Multiple applications may run at the same time on the same GPU. Namely, multiple applications can have a CUDA context at the same time and launch kernels, copy memory, etc...
But kernels from different CUDA contexts cannot be executed simultaneously on the same GPU. Meaning, at the very same slice of time, only kernels from a single CUDA context may be executed on a GPU. This may cause a GPU underutilization if kernels do not occupy the entire GPU resources (memory + compute), and some of the resources may be left unused.
MPS enables that by actually having a server with a single CUDA context, and all client processes communicate with the GPU device through this server, and eventually using its single CUDA context. This enables actual concurrency between kernel launches from different (logical) CUDA contexts.
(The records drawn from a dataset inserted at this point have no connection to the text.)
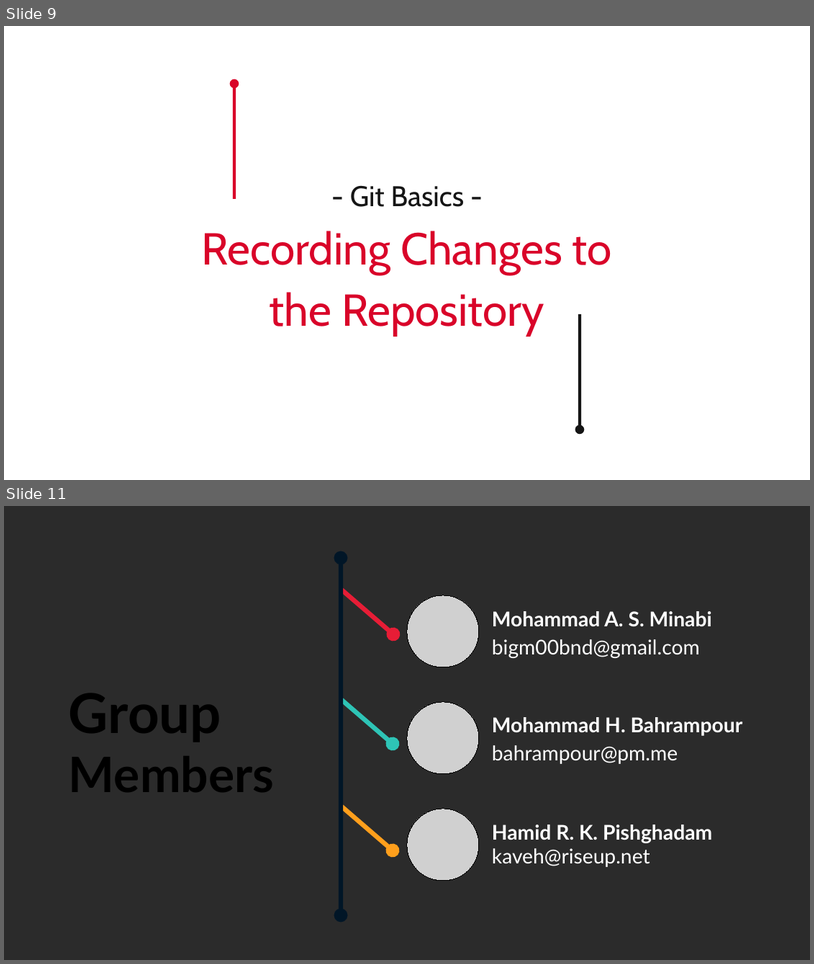
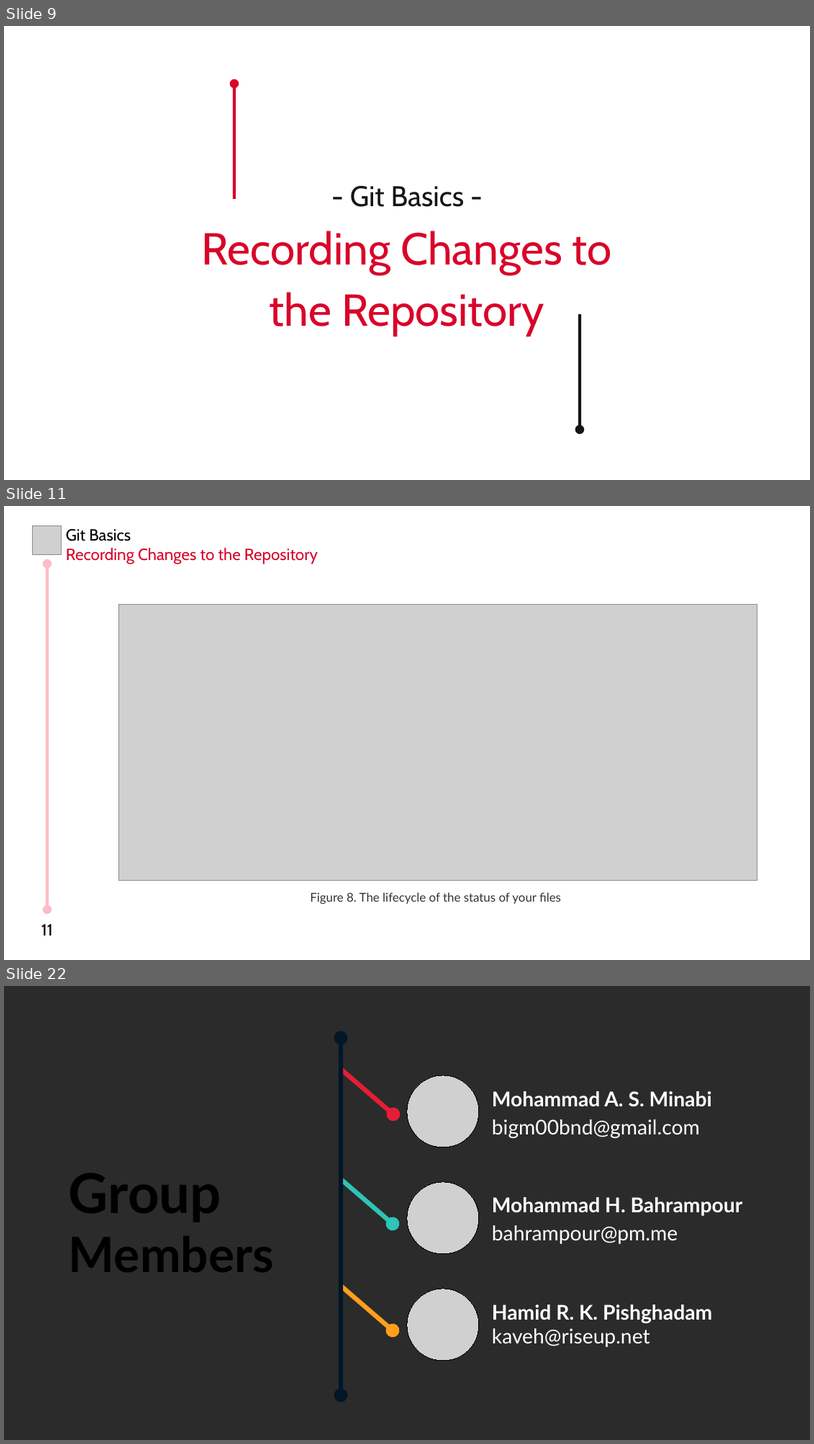
Before and after one commit to MHBahrampour/git-presentation-files, a slide deck: Chapter 2/Chapter 2.odp. Shown one above the other, each under a label of ours: slides 9 and 11 before the commit, slides 9, 11 and 22 after it; the slides between them are not shown. The pictures are 814x964 and 814x1444 pixels, drawn with LibreOffice and Linux fonts; fonts in the diff are those of the drawing; grey boxes stand for pictures; background and template pictures are left out; a plain dark background stands for a picture behind light text. Boxes give left, top, right and bottom in pixels: in the first picture for what was removed or moved away, otherwise in the second. Text is boxed around its words. In the diff, an @@ line names an element or a change of style, - is before the commit and + after.

Commit message:
'Ch2 - Short Status' is completed

```diff
--- a/Chapter 2/Chapter 2.odp
+++ b/Chapter 2/Chapter 2.odp
@@ slide 11 added at [4, 506, 810, 960], background #FFFFFF @@
@@ picture added at [33, 526, 61, 555] @@
@@ text added at [66, 529, 318, 564], 16 pt, text #D90429 @@
+Git Basics
+Recording Changes to the Repository
@@ double arrow added from (47, 564) to (47, 909), #FCBDC8 3 pt @@
@@ picture added at [119, 604, 758, 880] @@
@@ text added at [310, 892, 561, 903], 12 pt, text #333333 @@
+Figure 8. The lifecycle of the status of your files
@@ text added at [41, 924, 53, 935], 16 pt, text #000000 @@
+11
@@ what was slide 11 is now slide 22 @@
```
Also in this commit, not shown: 2 slides changed, 10 other slides added.
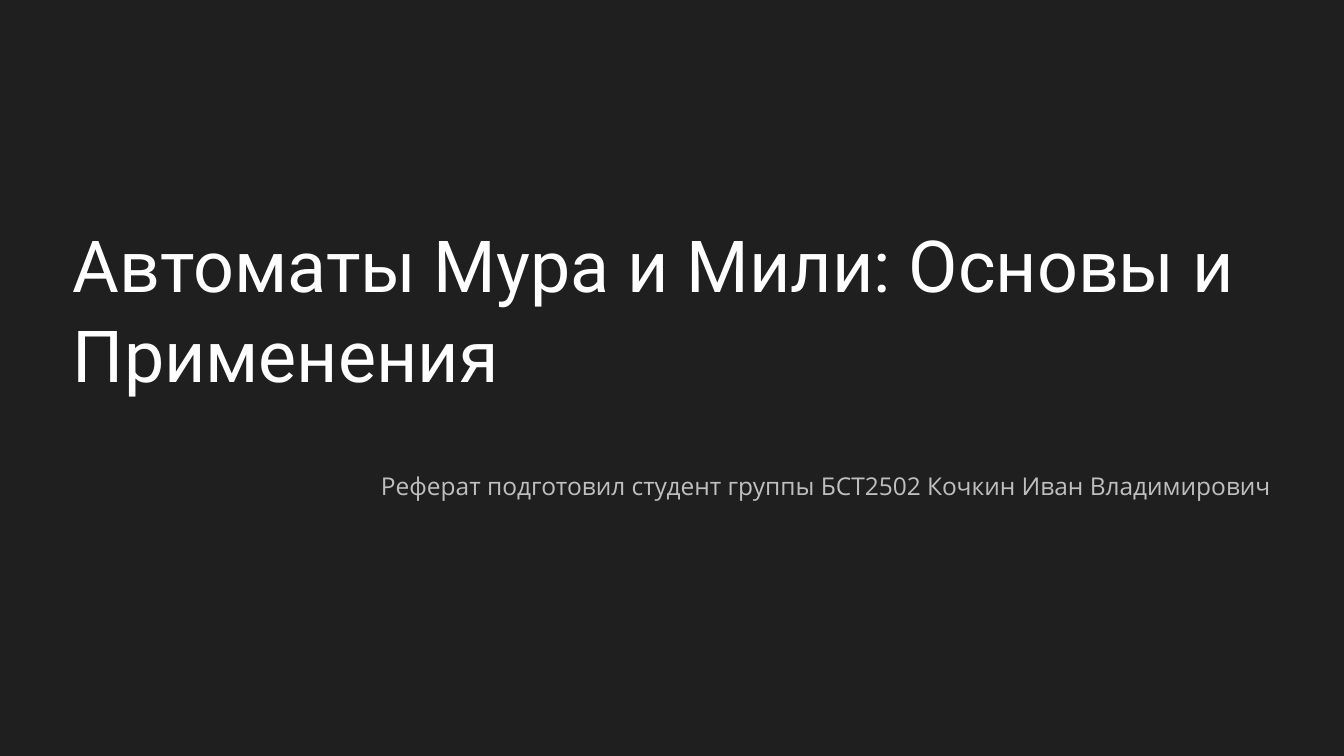
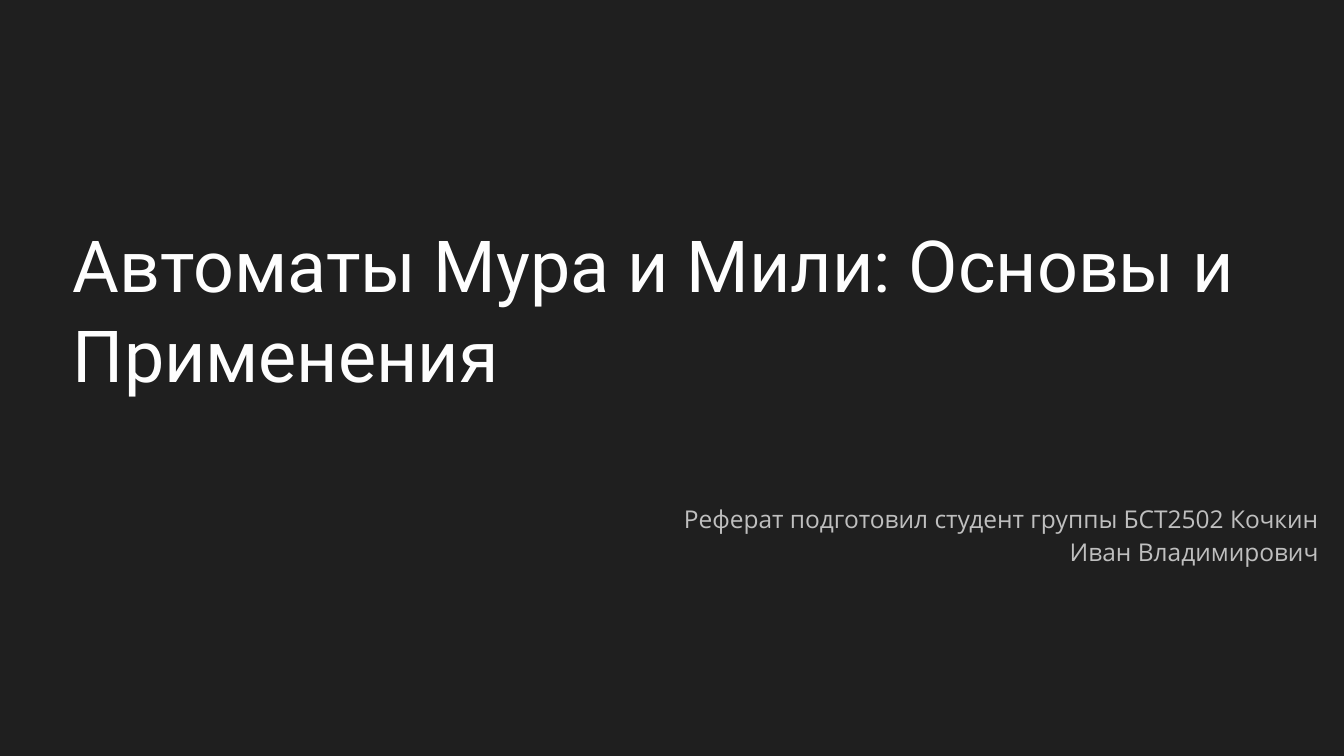
Before and after one commit to Astolfo-femboy-UwU/urban-octo-barnacle, a slide deck: slide 1 of Вычислительная техника/Автоматы Мура и Мили.pptx. Drawn at 1344x756 pixels with LibreOffice and Linux fonts; fonts in the diff are those of the drawing; background and template pictures are left out. Boxes give left, top, right and bottom in pixels: in the first picture for what was removed or moved away, otherwise in the second. Text is boxed around its words. In the diff, an @@ line names an element or a change of style, - is before the commit and + after.

```diff
--- a/Вычислительная техника/Автоматы Мура и Мили.pptx
+++ b/Вычислительная техника/Автоматы Мура и Мили.pptx
@@ text "Реферат подготовил студент группы БСТ2502 ..." rewrapped from (381, 476, 1271, 501) to (684, 509, 1319, 567) @@
```
Also in this commit, not shown: 3 other slides changed, 7 other files.
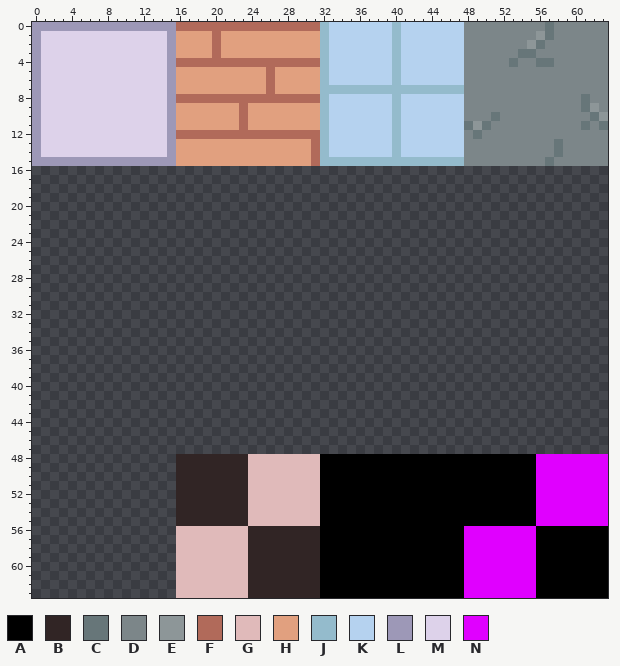
Pixel-art sprite -- Projeto_Suco_de_Laranja/Assets/Sprites/Tilesets/FloorTiles.png. The picture above was drawn from the file before the commit.
The file is 64x64 pixels.
Palette (. is transparent): A #000000  B #312525  C #677679  D #7c8689  E #8d9698  F #b16a5a  G #e0baba  H #e1a07f  J #94bbcc  K #b5d2ef  L #9d98b7  M #ddd2ea  N #e000ff
Pixels before (only the part around the change), first column x 0:
 8 LMMMMMMMMMMMMMMLFFFFFFFFFFFFFFFFJKKKKKKK
 9 LMMMMMMMMMMMMMMLHHHHHHHFHHHHHHHHJKKKKKKK
10 LMMMMMMMMMMMMMMLHHHHHHHFHHHHHHHHJKKKKKKK
11 LMMMMMMMMMMMMMMLHHHHHHHFHHHHHHHHJKKKKKKK
12 LMMMMMMMMMMMMMMLFFFFFFFFFFFFFFFFJKKKKKKK
13 LMMMMMMMMMMMMMMLHHHHHHHHHHHHHHHFJKKKKKKK
14 LMMMMMMMMMMMMMMLHHHHHHHHHHHHHHHFJKKKKKKK
15 LLLLLLLLLLLLLLLLHHHHHHHHHHHHHHHFJJJJJJJJ
16 ........................................
17 ........................................
18 ........................................
19 ........................................
20 ........................................
21 ........................................
22 ........................................
23 ........................................
24 ........................................
25 ........................................
26 ........................................
27 ........................................
28 ........................................
29 ........................................
30 ........................................
31 ........................................
32 ........................................
33 ........................................
34 ........................................
35 ........................................
36 ........................................
37 ........................................
38 ........................................
39 ........................................
40 ........................................
41 ........................................
42 ........................................
After the commit:
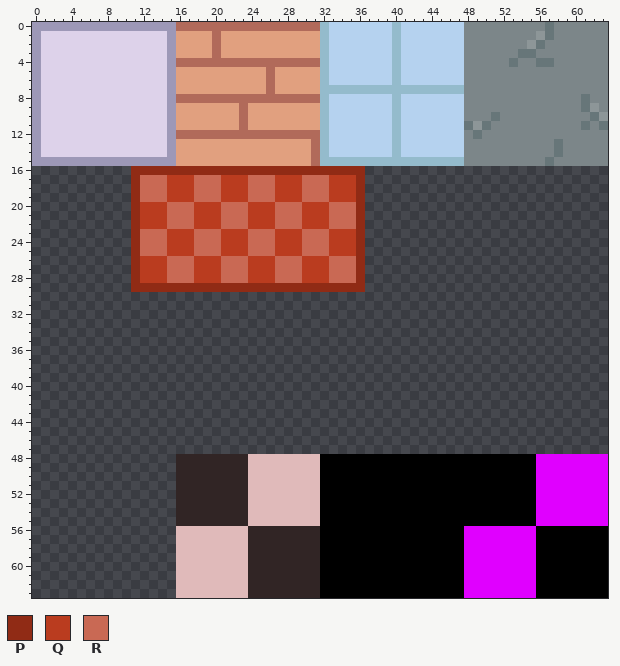
Colours new in this view: P #902b15  Q #ba3c1f  R #c96954
Diff:
Changed rows in their new state; - is an unchanged pixel.
first column x 11:
16 PPPPPPPPPPPPPPPPPPPPPPPPPP
17 PRRRQQQRRRQQQRRRQQQRRRQQQP
18 PRRRQQQRRRQQQRRRQQQRRRQQQP
19 PRRRQQQRRRQQQRRRQQQRRRQQQP
20 PQQQRRRQQQRRRQQQRRRQQQRRRP
21 PQQQRRRQQQRRRQQQRRRQQQRRRP
22 PQQQRRRQQQRRRQQQRRRQQQRRRP
23 PRRRQQQRRRQQQRRRQQQRRRQQQP
24 PRRRQQQRRRQQQRRRQQQRRRQQQP
25 PRRRQQQRRRQQQRRRQQQRRRQQQP
26 PQQQRRRQQQRRRQQQRRRQQQRRRP
27 PQQQRRRQQQRRRQQQRRRQQQRRRP
28 PQQQRRRQQQRRRQQQRRRQQQRRRP
29 PPPPPPPPPPPPPPPPPPPPPPPPPP
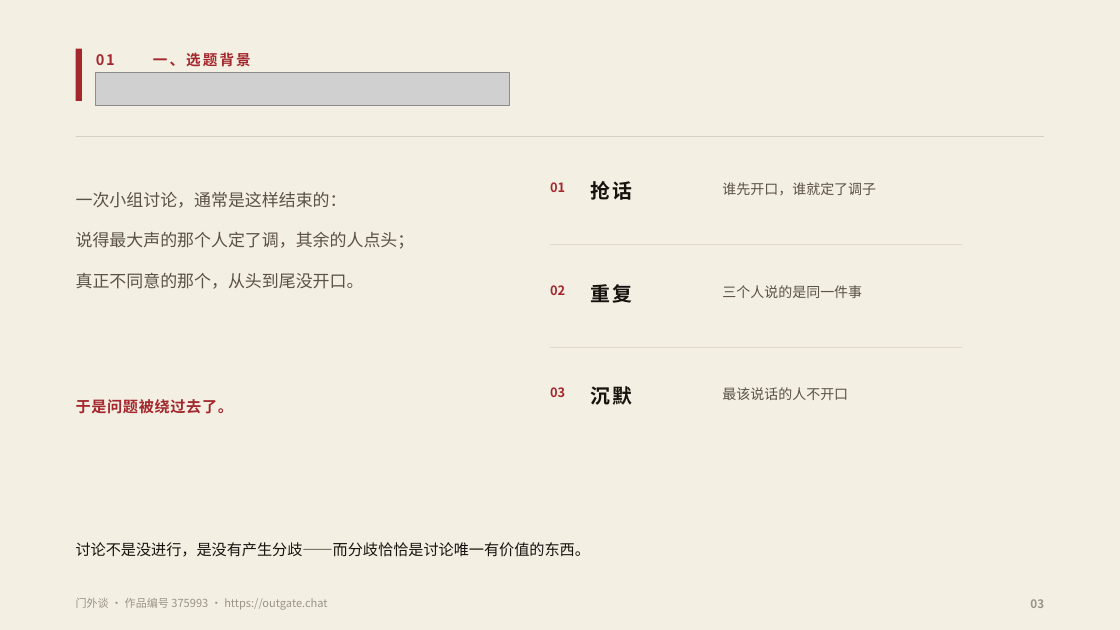
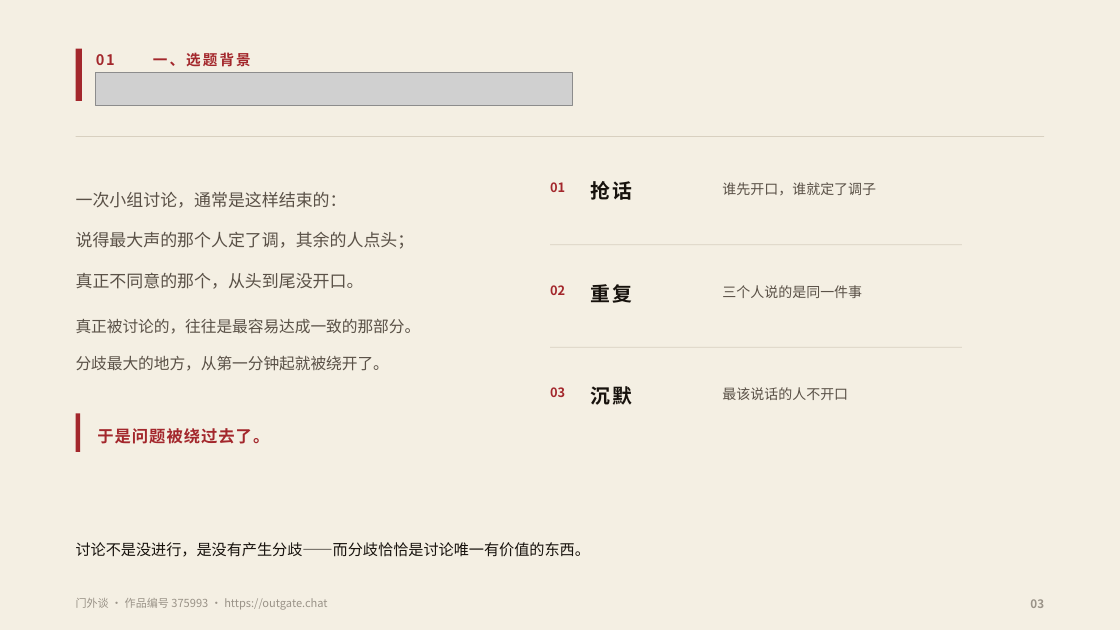
Before and after one commit to fsh114514/menwaitan, a slide deck: slide 3 of competition/答辩PPT.pptx. Drawn at 1120x630 pixels with LibreOffice and Linux fonts; fonts in the diff are those of the drawing; grey boxes stand for pictures. Boxes give left, top, right and bottom in pixels: in the first picture for what was removed or moved away, otherwise in the second. Text is boxed around its words. In the diff, an @@ line names an element or a change of style, - is before the commit and + after.

```diff
--- a/competition/答辩PPT.pptx
+++ b/competition/答辩PPT.pptx
@@ picture: place and size @@
-picture at (96, 72, 510, 106)
+picture at (96, 72, 572, 106)
@@ text added at (76, 319, 421, 371), 13.5 pt, text #5A5147 @@
+真正被讨论的，往往是最容易达成一致的那部分。
+分歧最大的地方，从第一分钟起就被绕开了。
@@ rectangle added at (76, 413, 81, 452), fill #A3272C @@
@@ text "于是问题被绕过去了。": place and size @@
-text "于是问题被绕过去了。" at (76, 399, 233, 414)
+text "于是问题被绕过去了。" at (97, 428, 269, 444)
@@ text "于是问题被绕过去了。" at (97, 428, 269, 444): size 13 to 14 pt, letter spacing 0.6 to 0.8 pt @@
```
Also in this commit, not shown: 13 other slides changed, 2 other files.

CUDA How to launch a new kernel call in one kernel function?

I am new to CUDA programming. Now, I have a problem to handle: I am trying to use CUDA parallel programming to handle a set of datasets. And for each datasets, there are some matrix calculation needed to be done.
My design is like this:
Launch N threads to handle each dataset as they are independent to each other and the method to handle them are the same.
In each thread in 1, I want to use a new function and this function also works like a kernel as they are matrix calc... e.g. call M threads to parallel handle matrix calculation..
Does anyone know whether it is possible or not?
You can launch a kernel from a thread in another kernel if you use CUDA dynamic parallelism and your GPU supports it. GPUs that support CUDA dynamic parallelism currently are of compute capability 3.5.
You can discover the compute capability of your device from the CUDA deviceQuery sample.
You can learn more about how to use CUDA dynamic parallelism from the CUDA programming guide section.

Running parallel CUDA tasks

I am about to create GPU-enabled program using CUDA technology. It is supposed to be C# Emgu or C++ Cuda toolkit (not yet decided).
I need to use all GPU power (I have card with 16 GPU cores). How do I run 16 tasks in parallel?
First of. 16 GPU cores is, on pre 6xx series, equal to 16*8=128 cores. On 6xx series it is 16*32=512 cores. That does not mean you should limit yourself to 128/512 tasks.
Second: emgu seems to be a OpenCV wrapper for .NET, and is related to image processing. It generally has nothing to do with GPU programming. Might be some algorithms have been gpu accelerated, but I don't know anything about that. The alternative to CUDA in this is OpenCL, not OpenCV. If you will be using CUDA technology like you say, you have no alternative to CUDA, as only CUDA is CUDA.
When it comes to starting tasks, you only tell the GPU how many threads you wish to run. Actually, you tell the GPU how many blocks, and how many threads pr. block you wish to run. This is done when you call the cuda function itself. You don't want to limit yourself to 128/512 threads either, but experiment.
Don't know your knowledge on GPGPU programming, but remember that you can not run tasks as you do on the CPU. You can not run 128 different tasks, all threads have to run the exact same instructions (except for when branching, which should generally be avoided).
Generally speaking, you want sufficient threads to fill all the streaming multiprocessors. At a minimum that is .25 * MULTIPROCESSORS * MAX_THREADS_PER_MULTIPROCESSOR.
Specifically in CUDA now, suppose you have some CUDA kernel __global__ void square_array(float *a, int N)...
Now when you launch the kernel you specify the number of blocks and the number of threads per block
square_array <<< n_blocks, n_threads_per_block >>> (a, N);
Note: you need to get more framiliar with the CUDA parallel programming model as you not approaching to in a manor which will use all your GPU power. Consider reading Programming Massively Parallel Processors, A Hands-on Approach.